Something more than the mere commission of a tort is always required for punitive damages. (Taylor v. Superior Court (1979) 24 Cal.3d 890, 894.) Proof of negligence, gross negligence, or recklessness is insufficient to warrant an award of punitive damages. (Dawes v. Sup.Ct. (Mardian) (1980) 111 Cal.App.3d 82, 88–89.) Punitive damages may be recovered in an action for negligence or other nonintentional torts if the plaintiff pleads and proves that the defendant acted with the state of mind described as “conscious disregard” of the potential dangers to others. (Pfeifer v. John Crane, Inc. (2013) 220 Cal.App.4th 1270, 1299.) When malice is based on a defendant’s conscious disregard of Plaintiff’s rights, the conduct must be both despicable and willful. (College Hospital v. Superior Court (1994) 8 Cal.4th 794, 713 (“College Hospital”).)

Defendant is correct that the allegation of malice made here is made without supporting facts, or the allegation of facts supporting the existence of a fiduciary duty. (Complaint ¶ 27.) The motion is therefore GRANTED as to the prayer for punitive damages made in the third cause of action, with leave to amend.

Defendant also moves to strike the prayer for damages made in connection with the fourth cause of action for cancellation of instrument, on the grounds that such a request is not permitted in connection with equitable cancellation proceedings. (Motion at p. 4.) Defendant is correct that cancellation claims are “purely equitable,” not actions at law for damages. (Corrigan v. Stiltz (1965) 233 Cal.App.2d 381, 387.)

Defendant next argues that the prayer for attorney fees made in connection with Plaintiff’s partition claim should be stricken, because no contract or statute provides for these fees, and they are therefore not permitted under Code of Civil Procedure § 1021. (Motion at p. 4.) But Plaintiff notes that the costs awardable in a partition action include “[r]easonable attorney’s fees incurred or paid by a party for the common benefit.” (Code Civ.
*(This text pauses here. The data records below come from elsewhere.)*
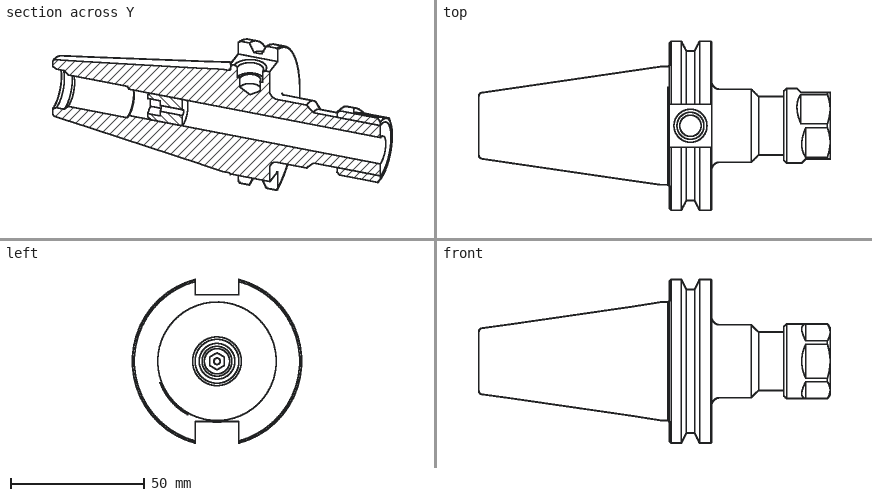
import cadquery as cq
import math


gauge_diameter = 44.45
taper_length = 68.25
taper_per_length = 7 / 24
shank_rim_radius = 1.4

flange_diameter = 63.5
flange_start = 3.18
flange_end = 19.05
flange_back_chamfer = 0.75
flange_front_chamfer = 0.4
flange_root_fillet = 0.6
groove_centre = 11.11
groove_floor_diameter = 56.3
groove_floor_width = 3.1
groove_mouth_width = 6.8

slot_width = 16.26
upper_slot_floor = 25.0
lower_slot_floor = 22.6

dimple_mouth_diameter = 12.4
dimple_diameter = 10.13
dimple_depth = 5.1
dimple_drill_diameter = 8.0
dimple_drill_depth = 4.0
drill_tip_angle = 118

nose_diameter = 27.43
nose_fillet = 3.0
nose_end = 33.9
neck_diameter = 22.0

bore_mouth_diameter = 18.3
pilot_diameter = 16.46
bore_mouth_angle = 60
pilot_depth = 4.75
pilot_floor_angle = 90
stud_bore_diameter = 13.39
stud_bore_depth = 30.0
screw_diameter = 11.18

screw_start = -30.0
screw_length = 14.0
screw_face_diameter = 9.46
screw_hole_diameter = 2.29
socket_across_flats = 5.5
socket_sides = 6
socket_depth = 5.0

nut_diameter = 28.0
nut_end = 63.51
nut_length = 17.5
nut_back_chamfer = 1.1
nut_across_flats = 25.0
nut_front_face_diameter = 24.8
nut_front_chamfer_angle = 33
short_flat_length = 9.2
long_flat_length = 11.0
flat_count = 6
flat_runout = 1.5


def turned(points):
    """Solid of revolution about X from (x, radius) points of a half profile."""
    return cq.Workplane("XY").polyline(points).close().revolve(360, (0, 0, 0), (1, 0, 0))


def rod(start, end, diameter):
    """Cylinder along X between two stations."""
    return cq.Workplane("YZ", origin=(start, 0, 0)).circle(diameter / 2).extrude(end - start)


def cone_length(included_angle, large_diameter, small_diameter=0.0):
    """Axial length of a cone between two diameters."""
    return (large_diameter - small_diameter) / 2 / math.tan(math.radians(included_angle / 2))


def make_holder_blank():
    gauge_radius = gauge_diameter / 2
    flange_radius = flange_diameter / 2
    groove_radius = groove_floor_diameter / 2
    nose_radius = nose_diameter / 2
    neck_radius = neck_diameter / 2
    small_end_radius = gauge_radius - taper_length * taper_per_length / 2

    taper_angle = math.atan(taper_per_length / 2)
    tangent_length = shank_rim_radius * math.tan(math.pi / 4 - taper_angle / 2)
    rim_face_radius = small_end_radius - tangent_length
    rim_end = (
        -taper_length + tangent_length * math.cos(taper_angle),
        small_end_radius + tangent_length * math.sin(taper_angle),
    )
    fillet_centre = (flange_end + nose_fillet, nose_radius + nose_fillet)
    fillet_middle = (
        fillet_centre[0] - nose_fillet * math.sqrt(0.5),
        fillet_centre[1] - nose_fillet * math.sqrt(0.5),
    )
    profile = (
        cq.Workplane("XY")
        .moveTo(-taper_length, 0)
        .lineTo(-taper_length, rim_face_radius)
        .tangentArcPoint(rim_end, relative=False)
        .lineTo(0, gauge_radius)
        .lineTo(flange_start - flange_root_fillet, gauge_radius)
        .tangentArcPoint((flange_start, gauge_radius + flange_root_fillet), relative=False)
        .lineTo(flange_start, flange_radius - flange_back_chamfer)
        .lineTo(flange_start + flange_back_chamfer, flange_radius)
        .lineTo(groove_centre - groove_mouth_width / 2, flange_radius)
        .lineTo(groove_centre - groove_floor_width / 2, groove_radius)
        .lineTo(groove_centre + groove_floor_width / 2, groove_radius)
        .lineTo(groove_centre + groove_mouth_width / 2, flange_radius)
        .lineTo(flange_end - flange_front_chamfer, flange_radius)
        .lineTo(flange_end, flange_radius - flange_front_chamfer)
        .lineTo(flange_end, fillet_centre[1])
        .threePointArc(fillet_middle, (fillet_centre[0], nose_radius))
        .lineTo(nose_end, nose_radius)
        .lineTo(nose_end + nose_radius - neck_radius, neck_radius)
        .lineTo(nut_end, neck_radius)
        .lineTo(nut_end, 0)
        .close()
    )
    return profile.revolve(360, (0, 0, 0), (1, 0, 0))


def make_slot_cutter(floor, side):
    """Block beyond a slot floor; side is +1 for the upper slot, -1 for the lower."""
    height = flange_diameter / 2
    return cq.Workplane("XY").box(
        flange_end - flange_start, slot_width, height
    ).translate(((flange_start + flange_end) / 2, 0, side * (floor + height / 2)))


def make_dimple_cutter():
    mouth_depth = cone_length(drill_tip_angle, dimple_mouth_diameter, dimple_diameter)
    drill_end = dimple_depth + dimple_drill_depth
    half_profile = [
        (0, 0),
        (dimple_mouth_diameter / 2, 0),
        (dimple_diameter / 2, -mouth_depth),
        (dimple_diameter / 2, -dimple_depth),
        (dimple_drill_diameter / 2, -dimple_depth),
        (dimple_drill_diameter / 2, -drill_end),
        (0, -drill_end - cone_length(drill_tip_angle, dimple_drill_diameter)),
    ]
    cutter = cq.Workplane("XZ").polyline(half_profile).close().revolve(360, (0, 0, 0), (0, 1, 0))
    return cutter.translate(((flange_start + flange_end) / 2, 0, upper_slot_floor))


def make_bore_cutter():
    start = -taper_length
    mouth_depth = cone_length(bore_mouth_angle, bore_mouth_diameter, pilot_diameter)
    pilot_end = start + pilot_depth
    pilot_cone_end = pilot_end + cone_length(pilot_floor_angle, pilot_diameter, stud_bore_diameter)
    stud_bore_end = start + stud_bore_depth
    stud_cone_end = stud_bore_end + cone_length(drill_tip_angle, stud_bore_diameter, screw_diameter)
    return turned([
        (start, 0),
        (start, bore_mouth_diameter / 2),
        (start + mouth_depth, pilot_diameter / 2),
        (pilot_end, pilot_diameter / 2),
        (pilot_cone_end, stud_bore_diameter / 2),
        (stud_bore_end, stud_bore_diameter / 2),
        (stud_cone_end, screw_diameter / 2),
        (nut_end, screw_diameter / 2),
        (nut_end, 0),
    ])


def make_holder():
    return (
        make_holder_blank()
        .cut(make_slot_cutter(upper_slot_floor, 1))
        .cut(make_slot_cutter(lower_slot_floor, -1))
        .cut(make_dimple_cutter())
        .cut(make_bore_cutter())
    )


def make_stop_screw():
    end = screw_start + screw_length
    face_chamfer = (screw_diameter - screw_face_diameter) / 2
    body = rod(screw_start, end, screw_diameter).faces("<X").chamfer(face_chamfer)
    socket = (
        cq.Workplane("YZ", origin=(screw_start, 0, 0))
        .polygon(socket_sides, socket_across_flats, circumscribed=True)
        .extrude(socket_depth)
    )
    return body.cut(socket).cut(rod(screw_start, end, screw_hole_diameter))


def make_flat_cutter(length, angle):
    """Removes one wrench flat, with a sloping runout at its back, turned by angle from +Y about X."""
    flat_radius = nut_across_flats / 2
    outside_radius = nut_diameter
    runout_height = nut_diameter / 2 - flat_radius
    flat_back = nut_end - length
    side_profile = [
        (nut_end, flat_radius),
        (flat_back, flat_radius),
        (flat_back - flat_runout, flat_radius + runout_height),
        (flat_back - flat_runout, outside_radius),
        (nut_end, outside_radius),
    ]
    cutter = cq.Workplane("XY").polyline(side_profile).close().extrude(nut_diameter / 2, both=True)
    return cutter.rotate((0, 0, 0), (1, 0, 0), angle)


def make_nut():
    back = nut_end - nut_length
    radius = nut_diameter / 2
    face_radius = nut_front_face_diameter / 2
    bore_radius = neck_diameter / 2
    front_chamfer_length = (radius - face_radius) * math.tan(math.radians(nut_front_chamfer_angle))
    nut = turned([
        (back, bore_radius),
        (back, radius - nut_back_chamfer),
        (back + nut_back_chamfer, radius),
        (nut_end - front_chamfer_length, radius),
        (nut_end, face_radius),
        (nut_end, bore_radius),
    ])
    for index in range(flat_count):
        angle = index * 360 / flat_count
        faces_plus_y = math.cos(math.radians(angle)) > 0
        length = long_flat_length if faces_plus_y else short_flat_length
        nut = nut.cut(make_flat_cutter(length, angle))
    return nut


holder = make_holder()
stop_screw = make_stop_screw()
nut = make_nut()

result = cq.Compound.makeCompound([holder.val(), stop_screw.val(), nut.val()])

Proc. § 874.010, subd. (a).)

Defendant finally argues that the Complaint fails to comply with California Rules of Court, Rule 2.112, which requires each cause of action in a complaint to state its number, nature, and the party asserting it and the parties to whom it’s directed. (CRC Rule 2.112.) But given that Defendant is the only named defendant in this action, the absence of specific notations of who is asserting which claim against whom does not render the Complaint unintelligible.

The motion is therefore GRANTED as to the prayer for punitive damages contained in paragraph 27, with leave to amend, and as to the prayer for damages contained in paragraph 30. The motion is otherwise DENIED.

*  The quitclaim deed attached to the Complaint itself states both that it is “a Bonafide gift and the grantor received nothing in return,” and that it was made “FOR A VALUABLE CONSIDERATION, receipt of which is hereby acknowledged.” (Complaint Exh. A.)